> Exercise goal: Copy the first line of the entries below and every line after it through the line containing "Game: pygame game, started from main.py". Do not include pictures.

Data records:
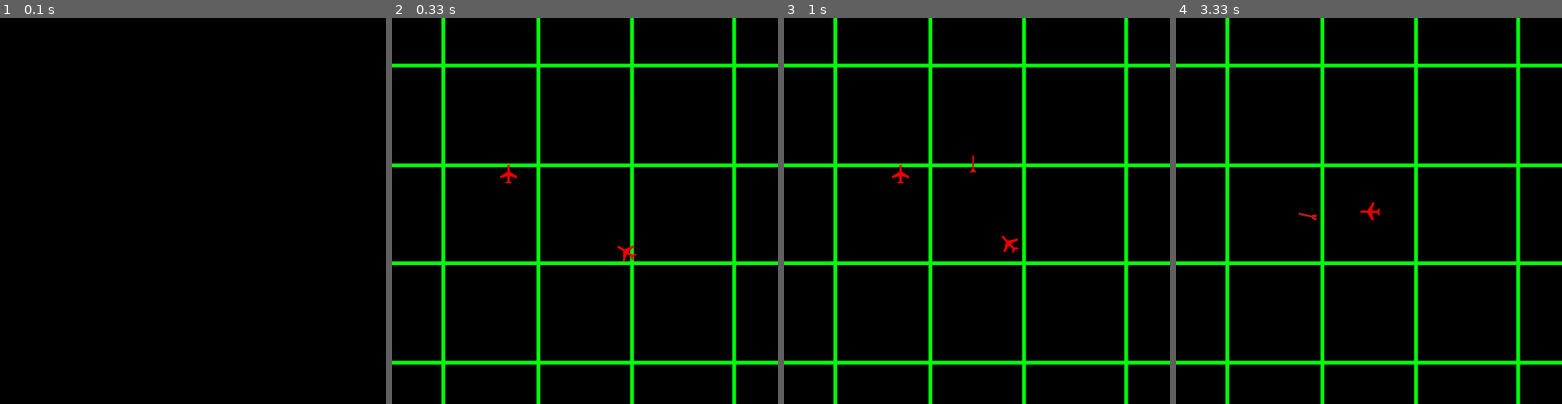
Above: before the commit, frames 1-4 (left to right).
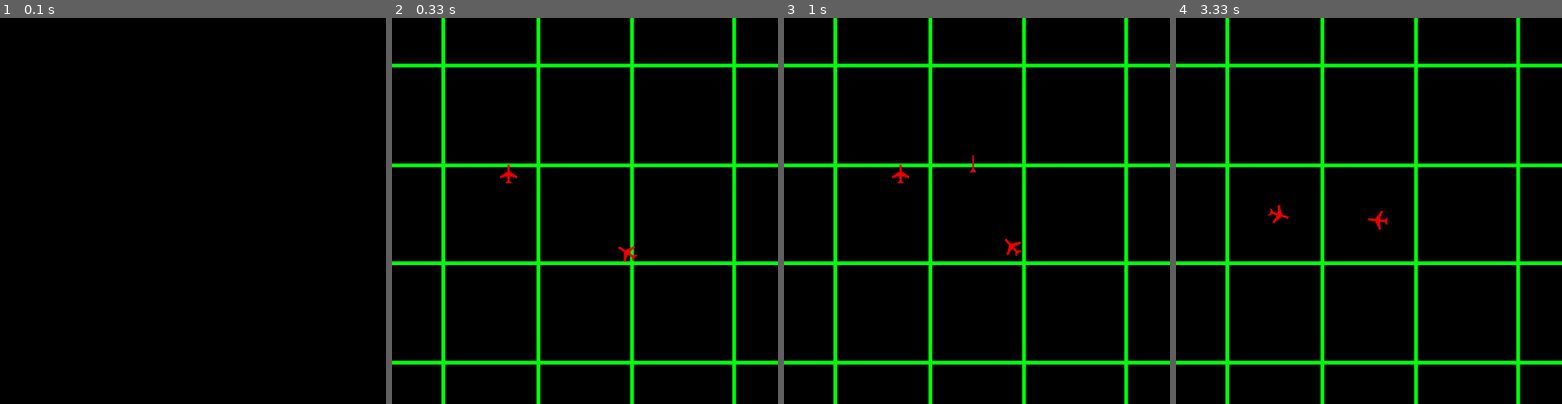
Above: after the commit, the same moments.

Repository: Mi-LeV/AWACS
Game: pygame game, started from main.py
Two runs of this game, one before a commit and one after it. Both use one fixed random seed, a clock stepped at 60 frames per second and the inputs below.
Inputs (mouse positions are in pixels of both pictures, inside the frame that each line leads up to):
- Up to frame 1 (0.1 s): no input
- Up to frame 2 (0.33 s): no input
- Up to frame 3 (1 s): tap N at 0.33, 0.67 s
- Up to frame 4 (3.33 s): click (1249, 299) at 1.22 s; right-click (1276, 133) at 1.65 s; move the mouse to (1230, 199) at 1.93 s; click (1230, 199) at 2.1 s; click (1369, 257) at 2.57 s; move the mouse to (1469, 272) at 2.87 s; click (1469, 272) at 3.03 s

Frame 1 is identical in both runs. In frame 2, less than 0.1% of the frame differs, in the area x 58-64%, y 58-64%; in frame 3, 0.1%; in frame 4, 0.3%, in the area x 23-55%, y 47-55%.

Commit message:
fix bug missileList + ajout reoladTime pour IA

Diff:
--- a/classes.py
+++ b/classes.py
@@ -50,16 +50,6 @@
         diffY = objet2.y - objet.y
         distance = math.sqrt(diffX**2+diffY**2)
         return distance
-
-    @staticmethod
-    def delete(objet):
-        if objet in var.hitList:
-            var.hitList.remove(objet)
-        if objet in var.refreshList:
-            var.refreshList.remove(objet)
-        if objet in var.playerList:
-            var.playerList.remove(objet)
-        del objet
 
 class Plane:
     def __init__(self,x,y):
@@ -80,8 +70,15 @@
         var.refreshList.append(self)
 
 
-    def __del__(self):
+    def delete(self):
         self.sprite.fill((0,0,0,0))
+        if self in var.hitList:
+            var.hitList.remove(self)
+        if self in var.refreshList:
+            var.refreshList.remove(self)
+        if self in var.playerList:
+            var.playerList.remove(self)
+        del self
 
     def vectorTo(self,vector,distanceToDest):
 
@@ -109,7 +106,7 @@
         yDistanceToDest -= self.yVector
 
 
-    def goTick(self):
+    def tick(self):
         self.timeAlive += 1
         if not self.xDest or not self.yDest:# si la dest n'est pas définie, rien faire
             return
@@ -152,7 +149,8 @@
 class IaPlane(Plane):
     def __init__(self,x,y,friend,active):
         super().__init__(x,y)
-        self.MAXSPEED = 2
+        self.MAXSPEED = 1.5
+        self.RELOADTIME = 30
         self.agro = None
         self.active = active
         if friend:pass
@@ -161,11 +159,12 @@
             #mettre le sprite ennemi
         self.friendly = friend
 
-    def goTick(self):
+    def tick(self):
         if self.active:
             if self.searchAgro():#cherche agro et renvoie true si trouve
-                if utility.getDistance(self,self.agro) < 150 and len(self.missileList)<3 and self.timeAlive%7==0:
-                    #si à moins de 150, et qu'il a moins de 3 missiles en vie et que son tmps de vie est div par7(pour ajouter délai)
+                if utility.getDistance(self,self.agro) < 150 and len(self.missileList)<3 and self.timeAlive%self.RELOADTIME==0:
+                    #si à moins de 150, et qu'il a moins de 3 missiles en vie et que son tmps de vie est divisible
+                    #  par RELOADTIME(pour ajouter délai)
                     self.shoot()
             objectNear = self.testObjectNear()
             if objectNear:
@@ -173,7 +172,7 @@
                 self.yDest = -(objectNear.y-self.y)
             else:
                 self.goAgro()
-            super().goTick()
+            super().tick()
 
 
     def testObjectNear(self):
@@ -249,7 +248,7 @@
         self.x += self.xVector
         self.y -= self.yVector #c'est un moins car l'origine des y n'est pas en bas mais en haut
 
-    def goTick(self):
+    def tick(self):
         self.timeAlive += 1
         #si vecteurs pas trop faibles, et timeAlive pas trop grand, bouger sinon s'arrete
         if not(((-1.5<self.xVector < 1.5) and (-1.5<self.yVector < 1.5))or ( self.timeAlive > 500)):
@@ -257,9 +256,19 @@
         else:# s'arrete
             self.xVector = 0
             self.yVector = 0
-            self.sprite.fill((0,0,0,0))
-            self.creator.missileList.remove(self)
-            utility.delete(self)
+            self.delete()
 
     def turn(self):
         utility.rotate(self,self.angle)# on le tourne de cet angle
+
+    def delete(self):
+        if self in self.creator.missileList:
+            self.creator.missileList.remove(self)
+        self.sprite.fill((0,0,0,0))
+        if self in var.hitList:
+            var.hitList.remove(self)
+        if self in var.refreshList:
+            var.refreshList.remove(self)
+        if self in var.playerList:
+            var.playerList.remove(self)
+        del self
--- a/main.py
+++ b/main.py
@@ -44,7 +44,7 @@
 
     for objet in var.refreshList:#boucle de mouvement
         objet.turn()# on lance la fonction turn de l'objet
-        objet.goTick()#on lance la fonction tick de l'objet
+        objet.tick()#on lance la fonction tick de l'objet
 
     var.hitList = []
 
@@ -58,7 +58,7 @@
                     var.hitList.append(objet) #on ajoute l'objet 1 à la hitList
 
     for objet in var.hitList[::-1]:#boucle delete(on déréférence les objets de toute liste pour pouvoir les supprimer)
-        classes.utility.delete(objet)
+        objet.delete()
     sleep(0.1)#delai graphique
     #Re-collage
     fenetre.blit(fond,(0,0))
Not shown, changed: roadmap
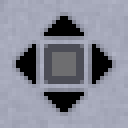
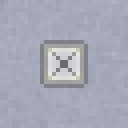
Layered file, before and after one edit (128 x 128). Changes by layer:
hid "arrows out" over [16, 16, 112, 112]
showed "filter" over [44, 44, 84, 84]
hid "small" over [48, 48, 80, 80]
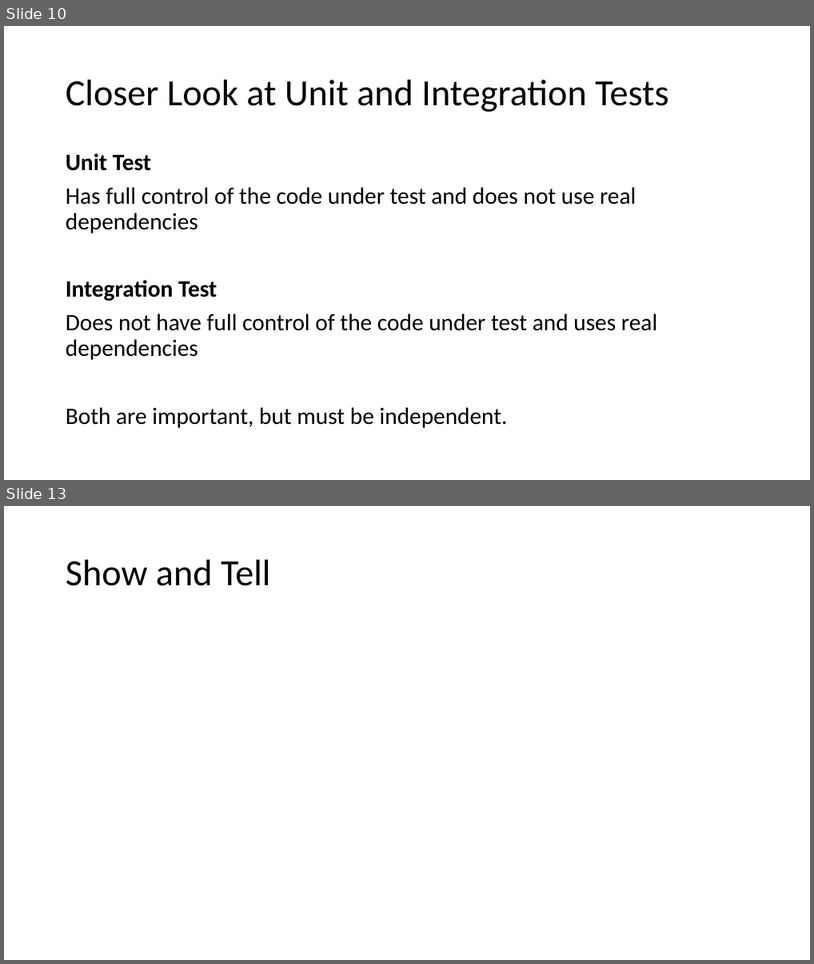
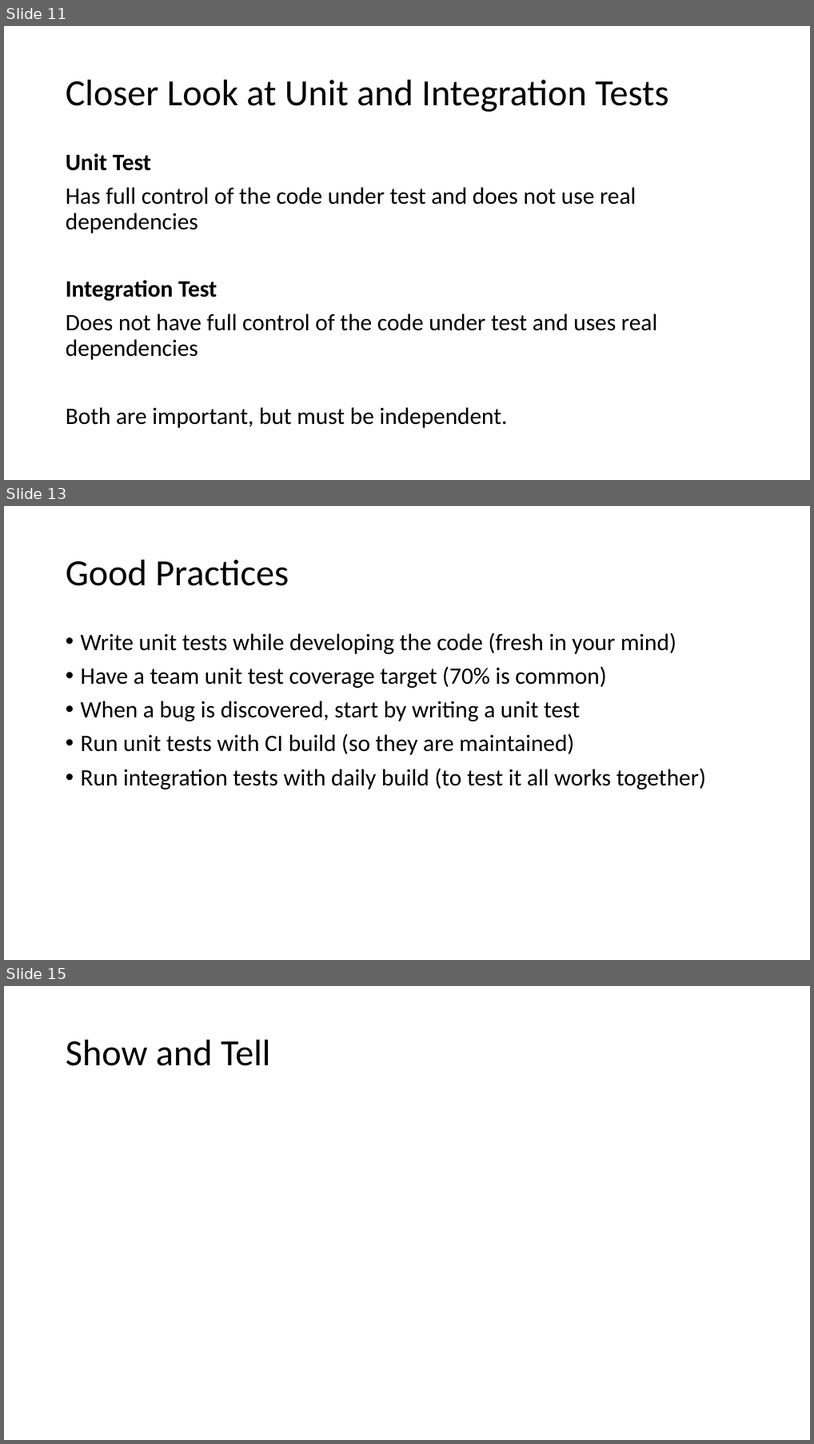
Before and after one commit to johnwpowell/mypizza, a slide deck: DI-Mocking-UnitTesting.pptx. Shown one above the other, each under a label of ours: slides 10 and 13 before the commit, slides 11, 13 and 15 after it; the slides between them are not shown. The pictures are 814x964 and 814x1444 pixels, drawn with LibreOffice and Linux fonts; fonts in the diff are those of the drawing. Boxes give left, top, right and bottom in pixels: in the first picture for what was removed or moved away, otherwise in the second. Text is boxed around its words. In the diff, an @@ line names an element or a change of style, - is before the commit and + after.

```diff
--- a/DI-Mocking-UnitTesting.pptx
+++ b/DI-Mocking-UnitTesting.pptx
@@ slide 13 added at <box>4,506,810,960</box>, background #FFFFFF @@
@@ title added at <box>66,560,289,586</box>, 44 pt, text #000000 @@
+Good Practices
@@ text added at <box>81,632,706,789</box>, 28 pt, text #000000 @@
+• Write unit tests while developing the code (fresh in your mind)
+• Have a team unit test coverage target (70% is common)
+• When a bug is discovered, start by writing a unit test
+• Run unit tests with CI build (so they are maintained)
+• Run integration tests with daily build (to test it all works together)
@@ what was slide 10 is now slide 11 @@
@@ what was slide 13 is now slide 15 @@
```
Also in this commit, not shown: 7 slides changed, 1 other slide added, 8 other files.
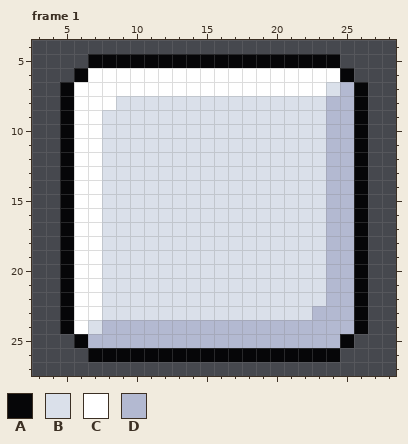
Two versions of one pixel-art file, Files/UIItems.aseprite. The first picture shows the starting point.
32x32 pixels, 6 frames. Shown: frame 1: x 3..28, y 4..27. The commit also changed other frames, which this record leaves out.
Palette (. is transparent): A #060608  B #dae0ea  C #ffffff  D #b3b9d1
Pixels before, frame 1, first column x 5:
 5 ..AAAAAAAAAAAAAAAAAA..
 6 .ACCCCCCCCCCCCCCCCCCA.
 7 ACCCCCCCCCCCCCCCCCCBDA
 8 ACCCBBBBBBBBBBBBBBBDDA
 9 ACCBBBBBBBBBBBBBBBBDDA
10 ACCBBBBBBBBBBBBBBBBDDA
11 ACCBBBBBBBBBBBBBBBBDDA
12 ACCBBBBBBBBBBBBBBBBDDA
13 ACCBBBBBBBBBBBBBBBBDDA
14 ACCBBBBBBBBBBBBBBBBDDA
15 ACCBBBBBBBBBBBBBBBBDDA
16 ACCBBBBBBBBBBBBBBBBDDA
17 ACCBBBBBBBBBBBBBBBBDDA
18 ACCBBBBBBBBBBBBBBBBDDA
19 ACCBBBBBBBBBBBBBBBBDDA
20 ACCBBBBBBBBBBBBBBBBDDA
21 ACCBBBBBBBBBBBBBBBBDDA
22 ACCBBBBBBBBBBBBBBBBDDA
23 ACCBBBBBBBBBBBBBBBDDDA
24 ACBDDDDDDDDDDDDDDDDDDA
25 .ADDDDDDDDDDDDDDDDDDA.
26 ..AAAAAAAAAAAAAAAAAA..
The result:
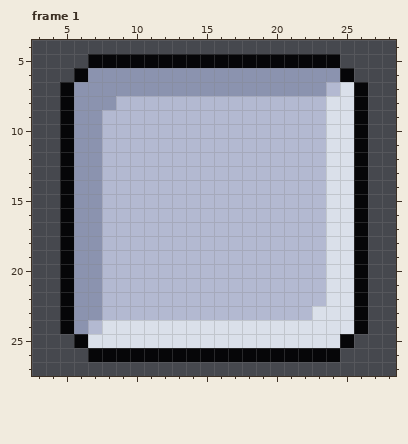
From old to new:
layer "Panel" now hidden
layer "Panel_Press" added
Colour B changes from #dae0ea to #b3b9d1.
Colour C changes from #ffffff to #8b93af.
Colour D changes from #b3b9d1 to #dae0ea.
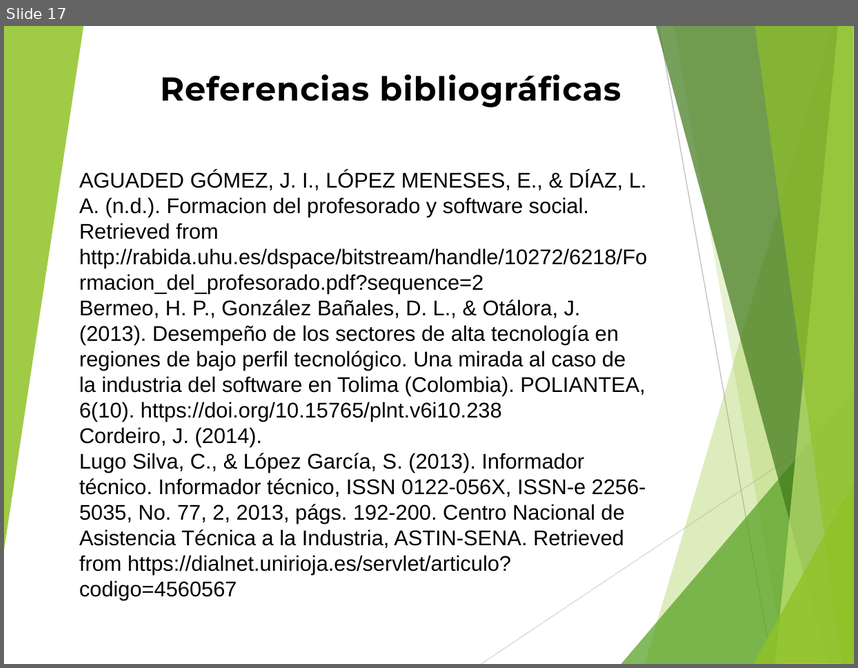
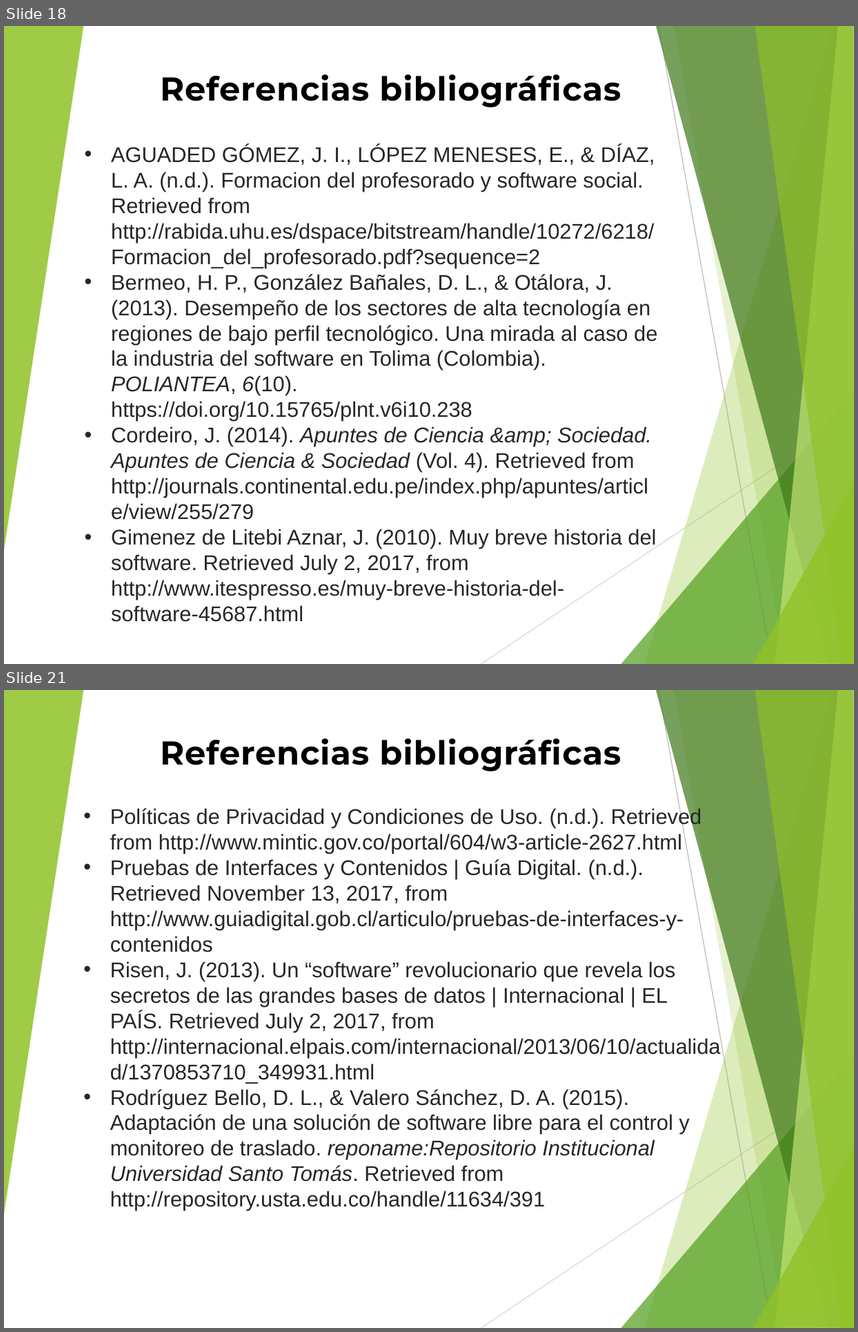
Before and after one commit to andy645jh/ProyectoGrado, a slide deck: extras/docs/rdc_presentacion.pptx. Shown one above the other, each under a label of ours: slide 17 before the commit, slides 18 and 21 after it; the slides between them are not shown. The pictures are 858x668 and 858x1332 pixels, drawn with LibreOffice and Linux fonts; fonts in the diff are those of the drawing. Boxes give left, top, right and bottom in pixels: in the first picture for what was removed or moved away, otherwise in the second. Text is boxed around its words. In the diff, an @@ line names an element or a change of style, - is before the commit and + after.

Commit message:
listo las diapositivas para revision

```diff
--- a/extras/docs/rdc_presentacion.pptx
+++ b/extras/docs/rdc_presentacion.pptx
@@ slide 21 added at (4,690,854,1328), background #FFFFFF; not listed: 10 template elements that a slide beside it also shows @@
@@ text added at (160,738,621,771), 28 pt, text #000000, bold @@
+Referencias bibliográficas
@@ text added at (110,807,721,1210), 18 pt, text #262626 @@
+• Políticas de Privacidad y Condiciones de Uso. (n.d.). Retrieved from http://www.mintic.gov.co/portal/604/w3-article-2627.html
+• Pruebas de Interfaces y Contenidos | Guía Digital. (n.d.). Retrieved November 13, 2017, from http://www.guiadigital.gob.cl/articulo/pruebas-de-interfaces-y-contenidos
+• Risen, J. (2013). Un “software” revolucionario que revela los secretos de las grandes bases de datos | Internacional | EL PAÍS. Retrieved July 2, 2017, from http://internacional.elpais.com/internacional/2013/06/10/actualidad/1370853710_349931.html
+• Rodríguez Bello, D. L., & Valero Sánchez, D. A. (2015). Adaptación de una solución de software libre para el control y monitoreo de traslado. reponame:Repositorio Institucional Universidad Santo Tomás. Retrieved from http://repository.usta.edu.co/handle/11634/391
@@ what was slide 17 is now slide 18 @@
@@ slide 18 changed as well @@
@@ text "AGUADED GÓMEZ, J. I., LÓPEZ ...": place and size @@
-text "AGUADED GÓMEZ, J. I., LÓPEZ ..." at (79,171,647,599)
+text "AGUADED GÓMEZ, J. I., LÓPEZ ..." at (111,145,657,621)
@@ text at (111,145,657,421): text colour #000000 to #262626 in "AGUADED GÓMEZ, J. I., LÓPEZ MENESES, E., ...", "Bermeo, H. P., González Bañales, D. L., ..."; italic on in "POLIANTEA, 6(10)."; bullet none to • @@
@@ text at (111,426,656,621): text changed; text colour #000000 to #262626 @@
-Cordeiro, J. (2014).
-Lugo Silva, C., & López García, S. (2013). Informador técnico. Informador técnico, ISSN 0122-056X, ISSN-e 2256-5035, No. 77, 2, 2013, págs. 192-200. Centro Nacional de Asistencia Técnica a la Industria, ASTIN-SENA. Retrieved from https://dialnet.unirioja.es/servlet/articulo?codigo=4560567
+• Cordeiro, J. (2014). Apuntes de Ciencia &amp; Sociedad. Apuntes de Ciencia & Sociedad (Vol. 4). Retrieved from http://journals.continental.edu.pe/index.php/apuntes/article/view/255/279
+• Gimenez de Litebi Aznar, J. (2010). Muy breve historia del software. Retrieved July 2, 2017, from http://www.itespresso.es/muy-breve-historia-del-software-45687.html
```
Also in this commit, not shown: 11 other slides changed, 9 other slides added, 6 slides removed.

> Answer for the task:
Above: before the commit, frames 1-4 (left to right).
Above: after the commit, the same moments.

Repository: Mi-LeV/AWACS
Game: pygame game, started from main.py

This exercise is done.